Hey vibe. How’s the boat coming? Seen pics and looking good with the work you did on it so far on the transom.


----------



## vib-E (Jun 21, 2015)

Black Cloud said:


> Hey vibe. How’s the boat coming? Seen pics and looking good with the work you did on it so far on the transom.


Its completed.that wasnt the same boat as this omc.omc is mine and the transom is somebody elses.


----------



## Black Cloud (Jul 11, 2012)

vib-E said:


> Its completed.that wasnt the same boat as this omc.omc is mine and the transom is somebody elses.


Ok I thought that was yours. Still looks good. That’s a job. Did that myself once with my Dad. What a fun experience. Still have those rod holders and track for you if you still need them.


----------



## vib-E (Jun 21, 2015)

Well got those parts in the mail...for $40 ud think the bolt would thread into the back plate...good thing i still have my old back plate and bolt....and i wont need the track and holders..got what i needed.buddy had extra he gave to me.


----------



## Black Cloud (Jul 11, 2012)

Hey Vibe. I took my outdrive off and found the back plate to mine. I couldn’t believe it was sitting right there by the port hole. I got it back on and will never take that out again. Have to have some cables replaced or adjusted. My boat won’t slip into reverse. I know for a fact it’s the cables. So I m gonna get that fixed and should be ready for the water. You have yours out. Anxious to hear how your boat does.


----------



## vib-E (Jun 21, 2015)

Black Cloud said:


> Hey Vibe. I took my outdrive off and found the back plate to mine. I couldn’t believe it was sitting right there by the port hole. I got it back on and will never take that out again. Have to have some cables replaced or adjusted. My boat won’t slip into reverse. I know for a fact it’s the cables. So I m gonna get that fixed and should be ready for the water. You have yours out. Anxious to hear how your boat does.

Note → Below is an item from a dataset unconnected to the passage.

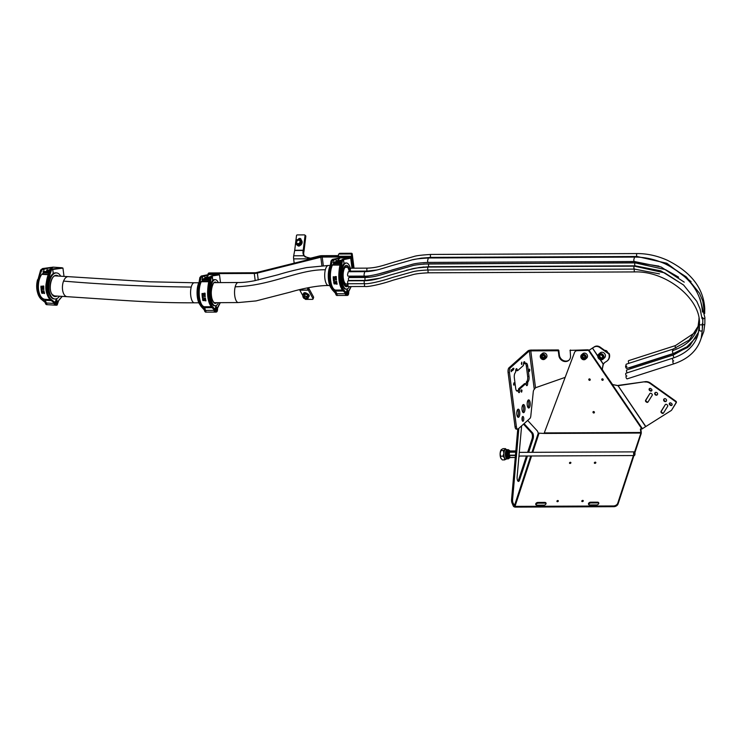<?xml version="1.0" encoding="UTF-8"?>
<svg xmlns="http://www.w3.org/2000/svg" width="742" height="742" viewBox="0 0 742 742"><rect width="100%" height="100%" fill="white"/><g stroke="black" fill="none" stroke-linecap="round" stroke-linejoin="round"><path stroke-width="1.11" d="M594.75 463.342A0.788 0.547 157 0 1 595.743 462.925M594.899 463.36A0.788 0.547 157 0 1 595.288 462.173A0.788 0.547 157 0 1 594.899 463.36M569.837 463.453A0.788 0.547 157 0 1 570.839 463.027M569.986 463.462A0.788 0.547 157 0 1 570.375 462.285A0.788 0.547 157 0 1 569.986 463.462M582.182 501.583A0.788 0.547 157 0 1 583.184 501.165M582.331 501.601A0.788 0.547 157 0 1 582.72 500.414A0.788 0.547 157 0 1 582.331 501.601M557.279 501.694A0.788 0.547 157 0 1 558.272 501.267M557.428 501.703A0.788 0.547 157 0 1 557.817 500.525A0.788 0.547 157 0 1 557.428 501.703M527.451 456.005L519.511 480.176A3.682 1.373 -90.2 0 1 518.482 481.41A3.682 1.373 -90.2 0 1 517.165 478.896A3.682 1.373 -90.2 0 1 517.128 476.856L521.617 425.843M522.368 418.126A2.393 0.89 -90.2 0 1 522.21 420.426A2.393 0.89 -90.2 0 0 522.368 418.126A2.393 0.89 -90.2 0 0 522.192 417.338A2.393 0.89 -90.2 0 1 522.368 418.126M592.979 412.264A0.77 0.677 -131.7 0 0 594.416 412.264A0.77 0.677 -131.7 0 0 592.979 412.264M594.37 412.617A0.77 0.677 48.3 0 1 593.424 411.56M601.762 379.57A0.77 0.677 -131.7 0 0 603.2 379.561A0.77 0.677 -131.7 0 0 601.966 378.986A0.77 0.677 -131.7 0 0 601.762 379.57M602.207 378.856A0.77 0.677 -131.7 0 0 603.153 379.923M588.805 379.626A0.77 0.677 -131.7 0 0 590.233 379.616A0.77 0.677 -131.7 0 0 589 379.041A0.77 0.677 -131.7 0 0 588.805 379.626M589.241 378.912A0.77 0.677 -131.7 0 0 590.187 379.978M609.275 353.656L608.885 353.999L599.768 347.488A5.519 4.86 -131.7 0 0 596.503 346.412A5.519 4.86 -131.7 0 0 594.073 347.098L594.472 346.746A5.519 4.86 48.3 0 1 596.893 346.06A5.519 4.86 48.3 0 1 600.167 347.145L609.275 353.656A7.355 6.483 -131.7 0 1 607.642 360.491A7.355 6.483 -131.7 0 1 607.438 360.658M644.826 382.019A7.355 6.483 48.3 0 1 645.688 381.963A7.355 6.483 48.3 0 1 650.048 383.401L675.498 401.58A1.104 0.974 48.3 0 1 675.869 403.045L671.584 410.187L676.259 402.702A1.104 0.974 -131.7 0 0 675.888 401.227L650.437 383.058A7.355 6.483 -131.7 0 0 646.078 381.611A7.355 6.483 -131.7 0 0 645.215 381.676L618.615 385.339A7.355 6.483 48.3 0 1 618.457 385.358L618.067 385.701A7.355 6.483 -131.7 0 0 618.225 385.682L645.215 381.676M672.15 404.39A1.215 1.067 -131.7 0 0 671.603 403.481L671 403.064A1.215 1.067 -131.7 0 0 669.859 404.891L670.453 405.317A1.215 1.067 -131.7 0 0 672.15 404.39M651.93 389.958A1.215 1.067 -131.7 0 0 651.383 389.04L650.79 388.623A1.215 1.067 -131.7 0 0 649.64 390.45L650.233 390.876A1.215 1.067 -131.7 0 0 651.93 389.958M652.301 394.698A1.104 0.974 -131.7 0 0 651.801 393.872L651.207 393.445A1.104 0.974 -131.7 0 0 649.797 393.64L645.633 400.29A1.104 0.974 -131.7 0 0 646.004 401.765L646.607 402.192A1.104 0.974 -131.7 0 0 648.016 401.997L652.172 395.347A1.104 0.974 -131.7 0 0 652.301 394.698M667.763 405.744A1.104 0.974 -131.7 0 0 667.262 404.919L666.668 404.492A1.104 0.974 -131.7 0 0 665.259 404.687L661.094 411.337A1.104 0.974 -131.7 0 0 661.465 412.802L662.059 413.229A1.104 0.974 -131.7 0 0 663.478 413.034L667.633 406.384A1.104 0.974 -131.7 0 0 667.763 405.744M654.713 393.789A1.567 1.373 -131.7 0 0 657.607 393.77A1.567 1.373 -131.7 0 0 654.713 393.789M655.334 392.462A1.567 1.373 -131.7 0 0 657.375 394.753M663.626 400.161A1.567 1.373 -131.7 0 0 666.529 400.142A1.567 1.373 -131.7 0 0 663.626 400.161M664.257 398.834A1.567 1.373 -131.7 0 0 666.297 401.125M665.259 404.687L661.484 410.994A1.104 0.974 -131.7 0 0 661.855 412.459L662.458 412.886A1.104 0.974 -131.7 0 0 663.487 413.016M649.797 393.64L646.022 399.947A1.104 0.974 -131.7 0 0 646.403 401.413L646.996 401.839A1.104 0.974 -131.7 0 0 648.026 401.978M649.63 388.483A1.215 1.067 -131.7 0 0 650.029 390.097L650.632 390.524A1.215 1.067 -131.7 0 0 651.791 390.663M669.841 402.925A1.215 1.067 -131.7 0 0 670.249 404.538L670.842 404.965A1.215 1.067 -131.7 0 0 672.002 405.104M671.195 410.53L641.932 428.997L603.32 372.196L602.189 369.562L603.042 364.61M645.614 426.557L617.956 385.58L612.577 384.56L618.067 385.701L645.772 426.455M608.885 353.999A7.355 6.483 48.3 0 1 607.253 360.844A7.355 6.483 48.3 0 1 606.474 361.419L605.222 362.207A7.355 6.483 -131.7 0 0 604.452 362.782A7.355 6.483 -131.7 0 0 603.367 364.081L603.756 363.728A7.355 6.483 48.3 0 1 604.647 362.615M600.389 359.694L603.367 364.081L603.756 363.728L603.274 364.239M594.472 346.746L589.046 350.28L577.666 350.326A3.682 3.237 -131.7 0 0 575.477 351.254M587.571 349.825L570.162 350.363L587.571 349.825A3.682 3.237 -131.7 0 1 589.176 350.196L594.073 347.098M603.348 364.099L602.189 369.562L589.12 350.335L577.276 350.678A3.682 3.237 -131.7 0 0 574.484 352.58L544.276 432.911L640.847 432.493L640.392 429.006L641.932 428.997M640.828 429.006L641.236 432.15A1.66 0.621 -90.2 0 1 641.116 433.773L634.883 452.75M589.046 350.28L588.656 350.632L603.32 372.196L603.71 371.844L612.577 384.56M633.956 455.551L618.067 503.92A3.682 2.551 157 0 1 613.755 506.693L515.31 507.111A1.66 1.02 18.2 0 1 513.306 506.016L512.017 502.974A3.682 1.373 -90.2 0 1 511.581 499.347L517.749 429.145M633.408 455.551L617.761 503.187A3.682 2.551 -23 0 1 613.439 505.961L515.004 506.378L513.037 502.965A3.682 1.373 -90.2 0 1 512.601 499.338L518.853 428.31M527.673 420.445L537.403 431.037L538.284 433.115L544.238 433.449L544.276 432.911M526.421 456.015L518.482 480.176A3.682 1.373 -90.2 0 1 517.972 481.15M523.509 424.155L531.56 432.92A3.682 1.373 -90.2 0 1 532.088 438.763L527.636 452.332M524.075 423.645L532.58 432.911A3.682 1.373 -90.2 0 1 533.118 438.763L528.656 452.323M546.066 503.466A1.836 1.271 -23 0 0 545.073 503.141L538.247 503.169A1.836 1.271 -23 0 0 536.03 504.857M543.858 505.154A1.836 1.271 -23 0 0 545.574 504.449A1.836 1.271 -23 0 0 546.001 503.057A1.836 1.271 -23 0 0 544.758 502.408L537.931 502.436A1.836 1.271 -23 0 0 536.216 503.141A1.836 1.271 -23 0 0 535.789 504.532A1.836 1.271 -23 0 0 537.032 505.191L543.858 505.154M598.785 503.234A1.836 1.271 -23 0 0 597.783 502.909L590.966 502.937A1.836 1.271 -23 0 0 588.749 504.634M596.568 504.931A1.836 1.271 -23 0 0 598.293 504.226A1.836 1.271 -23 0 0 598.72 502.835A1.836 1.271 -23 0 0 597.477 502.176L590.651 502.204A1.836 1.271 -23 0 0 588.935 502.918A1.836 1.271 -23 0 0 588.508 504.3A1.836 1.271 -23 0 0 589.751 504.959L596.568 504.931M641.236 432.15L634.568 452.026M603.71 371.844L602.272 369.414M642.396 428.7L612.493 384.718L610.443 382.677L610.833 382.325M617.956 385.58L618.457 385.358M587.404 355.399A2.94 2.588 48.3 0 1 586.727 358.08L585.521 359.165A2.94 2.588 48.3 0 1 581.598 354.769A2.94 2.588 48.3 0 1 585.521 359.165C583.546 360.278 582.016 359.712 580.912 357.477L581.598 354.769L582.813 353.693A2.94 2.588 48.3 0 1 587.404 355.399M582.303 355.808L581.951 357.329L583.11 358.562L584.631 358.284L584.984 356.772L583.824 355.529L582.303 355.808M582.952 355.687L581.951 357.329M582.73 356.624L583.898 357.867L584.77 357.709M583.898 357.867L583.11 358.562M607.577 352.441A2.207 1.948 -131.7 0 0 604.813 350.465M600.148 352.877A3.311 2.912 48.3 0 1 604.554 357.82L603.088 359.128A3.311 2.912 48.3 0 1 598.673 354.184A3.311 2.912 48.3 0 1 603.088 359.128C600.445 360.417 598.683 359.527 597.774 356.485L598.673 354.184L600.148 352.877M601.883 358.553L602.773 356.874L601.679 355.066L599.694 354.936L598.803 356.605L599.898 358.414L601.883 358.553M600.092 354.954L599.582 355.91L600.677 357.718L602.263 357.829M600.677 357.718L599.898 358.414M599.582 355.91L598.803 356.605M339.855 253.328L339.066 254.024A0.733 0.649 -131.7 0 0 338.667 254.172L339.456 253.476A0.733 0.649 48.3 0 1 339.855 253.328L351.458 253.272A0.733 0.649 48.3 0 1 352.227 253.968L351.448 254.673L353.173 268.196L351.643 256.24L323.002 256.361A4.044 1.178 -7.3 0 0 319.932 256.751L256.463 272.574A1.836 0.538 172.7 0 1 255.062 272.75L208.845 272.954L208.066 273.65L208.196 274.642M352.311 268.196L350.864 256.936L322.223 257.057A1.836 0.538 -7.3 0 0 320.822 257.233L257.353 273.065A4.044 1.178 172.7 0 1 254.283 273.446L208.066 273.65M354.351 277.332L354.194 276.135L354.351 277.332M353.628 271.711L353.554 271.136L353.628 271.711M350.864 256.936L351.643 256.24M353.48 277.341L353.322 276.145M352.756 271.711L352.682 271.136M297.728 245.546A1.66 1.456 -48.1 0 0 300.028 245.528M303.005 296.012L299.833 290.196A1.836 0.686 89.8 0 0 299.749 290.066L299.453 289.677M307.763 287.794A7.355 3.07 -169.6 0 0 307.568 288.276A7.355 3.07 -169.6 0 0 307.986 289.64L308.282 290.029A1.836 0.686 -90.2 0 1 308.366 290.159L313.152 298.933L313.532 297.449M305.825 236.29L305.036 235.585A0.733 0.649 -48.1 0 0 304.841 235.038L305.63 235.743A0.733 0.649 131.9 0 1 305.825 236.29L304.034 250.935A4.044 1.512 -90.2 0 1 303.951 251.455L303.812 252.234A7.355 6.094 -36.9 0 0 304.535 256.324M305.036 235.585L303.246 250.23A1.836 0.686 -90.2 0 1 303.209 250.462L303.07 251.25A7.355 6.094 -36.9 0 0 304.007 255.638A7.355 6.094 -36.9 0 0 304.09 255.749L309.331 258.819A4.044 1.178 -7.3 0 0 312.401 258.429L319.978 256.547A1.836 0.538 172.7 0 1 321.369 256.37L337.313 256.305L338.092 255.6A1.475 1.298 -131.7 0 0 338.426 255.563M294.184 263.169L293.637 258.884A4.044 1.512 -90.2 0 1 293.702 255.795L294.676 250.499A1.836 0.686 89.8 0 0 294.713 250.267L295.706 242.152M293.702 255.795L304.09 255.749L304.841 256.741L310.11 258.123A1.836 0.538 -7.3 0 0 311.51 257.947L319.079 256.055A4.044 1.178 172.7 0 1 322.158 255.675L338.092 255.6M309.766 258.123L308.987 258.819L293.637 258.884M307.986 289.64L308.644 288.054A4.044 1.512 -90.2 0 1 308.82 288.341L313.616 297.115M352.227 253.968L354.045 268.187M354.426 271.127L354.5 271.711M355.066 276.135L355.214 277.332M339.066 254.024L350.669 253.977L351.458 253.272M337.313 256.305A1.475 1.298 48.3 0 0 338.5 254.896L338.482 254.729A0.733 0.649 -131.7 0 1 338.667 254.172M351.448 254.673A0.733 0.649 -131.7 0 0 350.669 253.977M295.733 241.92L296.503 235.622A0.733 0.649 -48.1 0 1 297.273 234.917L304.443 234.889A0.733 0.649 -48.1 0 1 304.841 235.038M300.983 239.165A1.66 1.456 -48.1 0 0 299.49 239.48M301.076 240.083L301.094 239.954A1.66 1.456 -48.1 0 0 298.108 239.601M313.643 297.301L312.697 299.36L305.528 299.388L304.313 298.395M304.702 292.691L304.999 293.238M306.734 293.47A1.66 0.872 -165.7 0 0 305.018 292.7A1.66 0.872 -165.7 0 0 303.691 293.22A1.66 0.872 -165.7 0 0 303.728 293.563M348.165 291.662L347.479 290.734L347.126 292.589L347.84 293.526L348.165 291.662M347.646 290.66L347.256 288.972M345.8 293.109L345.92 294.027M337.044 294.37L336.339 294.509L335.903 293.155M344.01 263.67L343.5 259.672L342.572 259.31L347.358 258.429L343.11 259.31L343.5 259.654L342.118 260.173L342.507 260.525L343.5 259.654L344.01 263.67M347.358 258.429L350.697 258.17L351.977 268.196M352.357 271.136L352.431 271.711M352.997 276.145L353.155 277.341M351.105 286.56L348.851 290.558L348.017 294.917L347.84 293.526A1.475 0.547 -90.2 0 1 347.664 293.6A1.475 0.547 -90.2 0 1 347.135 292.589A1.475 0.547 -90.2 0 1 347.479 290.734L347.84 293.526L347.479 290.734M332.611 260.572L332.351 261.026C331.21 264.736 330.478 268.929 330.162 273.594C329.875 281.116 331.034 286.505 333.631 289.779L333.241 290.113C331.6 288.276 330.487 285.197 329.912 280.875L329.689 273.538L331.906 260.794L335.978 259.227L332.537 259.357L333.603 259.7L333.928 262.251L340.559 262.223M332.24 259.709L339.947 257.873L349.927 257.919M348.731 291.495C348.796 293.526 348.527 294.76 347.924 295.195L347.33 295.437L348.017 294.917C346.403 294.249 346.171 292.385 347.302 289.334M335.978 259.227L336.172 260.767L335.31 262.241M335.866 261.74L340.689 261.722M347.72 295.27L346.143 293.173M335.57 293.22L337.146 295.316M336.747 295.483L337.434 295.483A3.311 1.243 -90.2 0 1 336.553 294.5M337.796 260.21L340.105 257.966M335.384 293.127L336.098 294.991M340.94 260.859L336.033 260.878M335.588 258.865L336.961 258.476M340.977 260.748L336.172 260.767M345.54 294.398L346.653 295.446A3.311 1.243 89.8 0 1 345.763 294.463L345.568 294.333M336.831 294.286L336.339 294.509M336.72 260.757L341.348 260.192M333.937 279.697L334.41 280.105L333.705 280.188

I got mine in without taking outdrive off..getting that backplate in place was a !!###;#!$$. Never again.lol.im putting mine in tomarrow at copper kettle.doubt ill go out though.suppose to rain and be crappie.but itll be there.ill let u know...i may take it for a test run.who knows...


----------



## mikebux (5 mo ago)

vib-E said:


> I have an 87 omc cobra 3.0 and i removed the do not remove bolt....aka dummy bolt.lol.where can i get the plastic insert and seal at?


Replacement plug fix is available at 9xmarine.com under OMC section


----------



## Jim white (Feb 19, 2018)

mikebux said:


> Replacement plug fix is available at 9xmarine.com under OMC section


You see the date on this thread. It's from 2018 🤪


----------



## Vib_eeee (Jan 13, 2022)

Jim white said:


> You see the date on this thread. It's from 2018 🤪


For future uses.lol


----------